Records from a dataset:
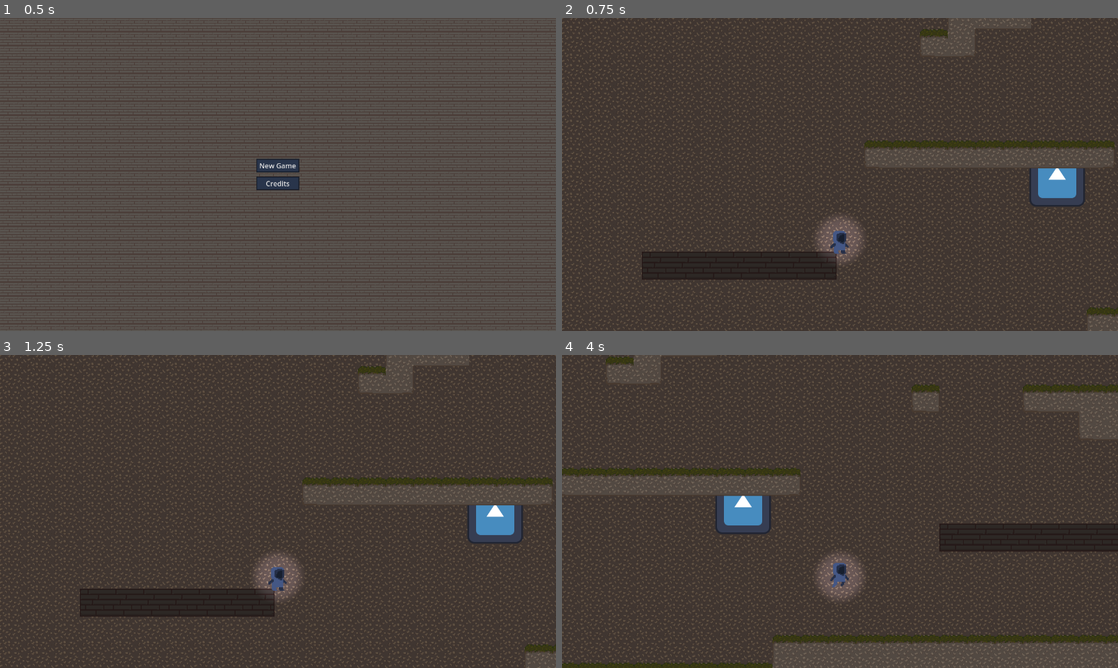
Above: before the commit, frames 1-4 (two rows, left to right).
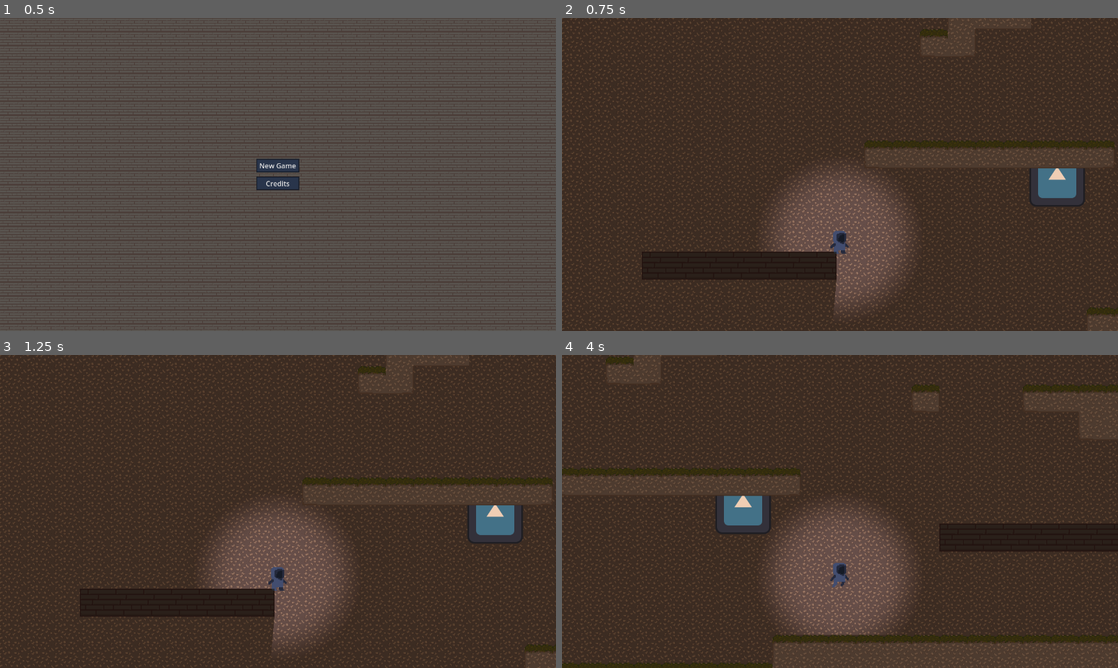
Above: after the commit, the same moments.

Repository: Sederic/Hook-Hero
Game: Godot game, scene res://Scenes/level.tscn
The game is run twice, just before and just after one commit, with the same random seed, the same clock (stepped at 60 frames per second) and the same inputs. The engine's default icon, where the game draws it, is replaced by a stand-in: a white triangle on a blue panel in a dark square.
Inputs (mouse positions are in pixels of both pictures, inside the frame that each line leads up to):
- Up to frame 1 (0.5 s): no input
- Up to frame 2 (0.75 s): click "New Game" at 0.5 s
- Up to frame 3 (1.25 s): no input
- Up to frame 4 (4 s): move the mouse to (962, 495) at 1.27 s; hold D (Right) 1.28-2.78 s; click (962, 495) at 1.35 s; move the mouse to (728, 527) at 2.02 s; tap Space (Space) at 2.1, 3.6 s; move the mouse to (895, 442) at 2.77 s; hold A (Left) 2.78-3.53 s; click (895, 442) at 2.85 s; move the mouse to (812, 574) at 3.52 s; hold D (Right) from 3.53 s (still down)

Frame 1 is identical in both runs. In frame 2, 5.8% of the frame differs, in the area x 37-100%, y 0-100%; in frame 3, 5.8%; in frame 4, 7.3%, in the area x 0-100%, y 0-100%.

Commit message:
light/shadows

Diff:
--- a/Assets/Textures/Tiles - Jorge/tileset_1.tres
+++ b/Assets/Textures/Tiles - Jorge/tileset_1.tres
@@ -1,8 +1,11 @@
-[gd_resource type="TileSet" load_steps=4 format=3 uid="uid://cgh7atfmftecf"]
+[gd_resource type="TileSet" load_steps=5 format=3 uid="uid://cgh7atfmftecf"]
 
 [ext_resource type="Texture2D" uid="uid://dwth7x1q5xobc" path="res://Assets/Textures/Tiles - Jorge/tileset.png" id="1_m7wuc"]
 
 [sub_resource type="PhysicsMaterial" id="PhysicsMaterial_2g4d0"]
+
+[sub_resource type="OccluderPolygon2D" id="OccluderPolygon2D_bp4s6"]
+polygon = PackedVector2Array(-16, -16, 16, -16, 16, 16, -16, 16)
 
 [sub_resource type="TileSetAtlasSource" id="TileSetAtlasSource_v5xk4"]
 texture = ExtResource("1_m7wuc")
@@ -10,6 +13,7 @@
 0:0/0 = 0
 0:0/0/terrain_set = 0
 0:0/0/terrain = 0
+0:0/0/occlusion_layer_0/polygon = SubResource("OccluderPolygon2D_bp4s6")
 0:0/0/physics_layer_0/linear_velocity = Vector2(0, 0)
 0:0/0/physics_layer_0/angular_velocity = 0.0
 0:0/0/physics_layer_0/polygon_0/points = PackedVector2Array(-16, -16, 16, -16, 16, 16, -16, 16)
@@ -17,6 +21,7 @@
 1:0/0 = 0
 1:0/0/terrain_set = 0
 1:0/0/terrain = 0
+1:0/0/occlusion_layer_0/polygon = SubResource("OccluderPolygon2D_bp4s6")
 1:0/0/physics_layer_0/linear_velocity = Vector2(0, 0)
 1:0/0/physics_layer_0/angular_velocity = 0.0
 1:0/0/physics_layer_0/polygon_0/points = PackedVector2Array(-16, -16, 16, -16, 16, 16, -16, 16)
@@ -25,6 +30,7 @@
 2:0/0 = 0
 2:0/0/terrain_set = 0
 2:0/0/terrain = 0
+2:0/0/occlusion_layer_0/polygon = SubResource("OccluderPolygon2D_bp4s6")
 2:0/0/physics_layer_0/linear_velocity = Vector2(0, 0)
 2:0/0/physics_layer_0/angular_velocity = 0.0
 2:0/0/physics_layer_0/polygon_0/points = PackedVector2Array(-16, -16, 16, -16, 16, 16, -16, 16)
@@ -32,6 +38,7 @@
 0:3/0 = 0
 0:3/0/terrain_set = 0
 0:3/0/terrain = 1
+0:3/0/occlusion_layer_0/polygon = SubResource("OccluderPolygon2D_bp4s6")
 0:3/0/physics_layer_0/linear_velocity = Vector2(0, 0)
 0:3/0/physics_layer_0/angular_velocity = 0.0
 0:3/0/physics_layer_0/polygon_0/points = PackedVector2Array(-16, -16, 16, -16, 16, 16, -16, 16)
@@ -39,6 +46,7 @@
 1:3/0 = 0
 1:3/0/terrain_set = 0
 1:3/0/terrain = 1
+1:3/0/occlusion_layer_0/polygon = SubResource("OccluderPolygon2D_bp4s6")
 1:3/0/physics_layer_0/linear_velocity = Vector2(0, 0)
 1:3/0/physics_layer_0/angular_velocity = 0.0
 1:3/0/physics_layer_0/polygon_0/points = PackedVector2Array(-16, -16, 16, -16, 16, 16, -16, 16)
@@ -47,6 +55,7 @@
 2:3/0 = 0
 2:3/0/terrain_set = 0
 2:3/0/terrain = 1
+2:3/0/occlusion_layer_0/polygon = SubResource("OccluderPolygon2D_bp4s6")
 2:3/0/physics_layer_0/linear_velocity = Vector2(0, 0)
 2:3/0/physics_layer_0/angular_velocity = 0.0
 2:3/0/physics_layer_0/polygon_0/points = PackedVector2Array(-16, -16, 16, -16, 16, 16, -16, 16)
@@ -54,6 +63,7 @@
 3:2/0 = 0
 3:2/0/terrain_set = 0
 3:2/0/terrain = 0
+3:2/0/occlusion_layer_0/polygon = SubResource("OccluderPolygon2D_bp4s6")
 3:2/0/physics_layer_0/linear_velocity = Vector2(0, 0)
 3:2/0/physics_layer_0/angular_velocity = 0.0
 3:2/0/physics_layer_0/polygon_0/points = PackedVector2Array(-16, -16, 16, -16, 16, 16, -16, 16)
@@ -63,6 +73,7 @@
 3:1/0 = 0
 3:1/0/terrain_set = 0
 3:1/0/terrain = 0
+3:1/0/occlusion_layer_0/polygon = SubResource("OccluderPolygon2D_bp4s6")
 3:1/0/physics_layer_0/linear_velocity = Vector2(0, 0)
 3:1/0/physics_layer_0/angular_velocity = 0.0
 3:1/0/physics_layer_0/polygon_0/points = PackedVector2Array(-16, -16, 16, -16, 16, 16, -16, 16)
@@ -71,6 +82,7 @@
 4:1/0 = 0
 4:1/0/terrain_set = 0
 4:1/0/terrain = 0
+4:1/0/occlusion_layer_0/polygon = SubResource("OccluderPolygon2D_bp4s6")
 4:1/0/physics_layer_0/linear_velocity = Vector2(0, 0)
 4:1/0/physics_layer_0/angular_velocity = 0.0
 4:1/0/physics_layer_0/polygon_0/points = PackedVector2Array(-16, -16, 16, -16, 16, 16, -16, 16)
@@ -80,6 +92,7 @@
 4:2/0 = 0
 4:2/0/terrain_set = 0
 4:2/0/terrain = 0
+4:2/0/occlusion_layer_0/polygon = SubResource("OccluderPolygon2D_bp4s6")
 4:2/0/physics_layer_0/linear_velocity = Vector2(0, 0)
 4:2/0/physics_layer_0/angular_velocity = 0.0
 4:2/0/physics_layer_0/polygon_0/points = PackedVector2Array(-16, -16, 16, -16, 16, 16, -16, 16)
@@ -90,6 +103,7 @@
 5:1/0 = 0
 5:1/0/terrain_set = 0
 5:1/0/terrain = 0
+5:1/0/occlusion_layer_0/polygon = SubResource("OccluderPolygon2D_bp4s6")
 5:1/0/physics_layer_0/linear_velocity = Vector2(0, 0)
 5:1/0/physics_layer_0/angular_velocity = 0.0
 5:1/0/physics_layer_0/polygon_0/points = PackedVector2Array(-16, -16, 16, -16, 16, 16, -16, 16)
@@ -98,6 +112,7 @@
 5:2/0 = 0
 5:2/0/terrain_set = 0
 5:2/0/terrain = 0
+5:2/0/occlusion_layer_0/polygon = SubResource("OccluderPolygon2D_bp4s6")
 5:2/0/physics_layer_0/linear_velocity = Vector2(0, 0)
 5:2/0/physics_layer_0/angular_velocity = 0.0
 5:2/0/physics_layer_0/polygon_0/points = PackedVector2Array(-16, -16, 16, -16, 16, 16, -16, 16)
@@ -107,6 +122,7 @@
 5:3/0 = 0
 5:3/0/terrain_set = 0
 5:3/0/terrain = 0
+5:3/0/occlusion_layer_0/polygon = SubResource("OccluderPolygon2D_bp4s6")
 5:3/0/physics_layer_0/linear_velocity = Vector2(0, 0)
 5:3/0/physics_layer_0/angular_velocity = 0.0
 5:3/0/physics_layer_0/polygon_0/points = PackedVector2Array(-16, -16, 16, -16, 16, 16, -16, 16)
@@ -115,6 +131,7 @@
 4:3/0 = 0
 4:3/0/terrain_set = 0
 4:3/0/terrain = 0
+4:3/0/occlusion_layer_0/polygon = SubResource("OccluderPolygon2D_bp4s6")
 4:3/0/physics_layer_0/linear_velocity = Vector2(0, 0)
 4:3/0/physics_layer_0/angular_velocity = 0.0
 4:3/0/physics_layer_0/polygon_0/points = PackedVector2Array(-16, -16, 16, -16, 16, 16, -16, 16)
@@ -124,6 +141,7 @@
 3:3/0 = 0
 3:3/0/terrain_set = 0
 3:3/0/terrain = 0
+3:3/0/occlusion_layer_0/polygon = SubResource("OccluderPolygon2D_bp4s6")
 3:3/0/physics_layer_0/linear_velocity = Vector2(0, 0)
 3:3/0/physics_layer_0/angular_velocity = 0.0
 3:3/0/physics_layer_0/polygon_0/points = PackedVector2Array(-16, -16, 16, -16, 16, 16, -16, 16)
@@ -132,6 +150,7 @@
 3:0/0 = 0
 3:0/0/terrain_set = 0
 3:0/0/terrain = 0
+3:0/0/occlusion_layer_0/polygon = SubResource("OccluderPolygon2D_bp4s6")
 3:0/0/physics_layer_0/linear_velocity = Vector2(0, 0)
 3:0/0/physics_layer_0/angular_velocity = 0.0
 3:0/0/physics_layer_0/polygon_0/points = PackedVector2Array(-16, -16, 16, -16, 16, 16, -16, 16)
@@ -231,6 +250,7 @@
 
 [resource]
 tile_size = Vector2i(32, 32)
+occlusion_layer_0/light_mask = 1
 physics_layer_0/collision_layer = 1
 physics_layer_0/physics_material = SubResource("PhysicsMaterial_2g4d0")
 terrain_set_0/mode = 0
--- a/Scenes/level.tscn
+++ b/Scenes/level.tscn
@@ -30,6 +30,9 @@
 [node name="Player" parent="SubViewportContainer/SubViewport" instance=ExtResource("2_tiybw")]
 position = Vector2(100, 300)
 
+[node name="CanvasModulate" type="CanvasModulate" parent="SubViewportContainer/SubViewport"]
+color = Color(0.941176, 0.807843, 0.705882, 1)
+
 [node name="CanvasLayer" type="CanvasLayer" parent="SubViewportContainer"]
 follow_viewport_enabled = true
 
--- a/Scenes/player.tscn
+++ b/Scenes/player.tscn
@@ -39,4 +39,6 @@
 target_position = Vector2(0, 500)
 
 [node name="PointLight2D" type="PointLight2D" parent="."]
+scale = Vector2(3, 3)
+shadow_enabled = true
 texture = ExtResource("3_3xi7f")

What the task asks →
Which lines above hold the word "name"? Copy each of them.

Written answer →
 [node name="Player" parent="SubViewportContainer/SubViewport" instance=ExtResource("2_tiybw")]
+[node name="CanvasModulate" type="CanvasModulate" parent="SubViewportContainer/SubViewport"]
 [node name="CanvasLayer" type="CanvasLayer" parent="SubViewportContainer"]
 [node name="PointLight2D" type="PointLight2D" parent="."]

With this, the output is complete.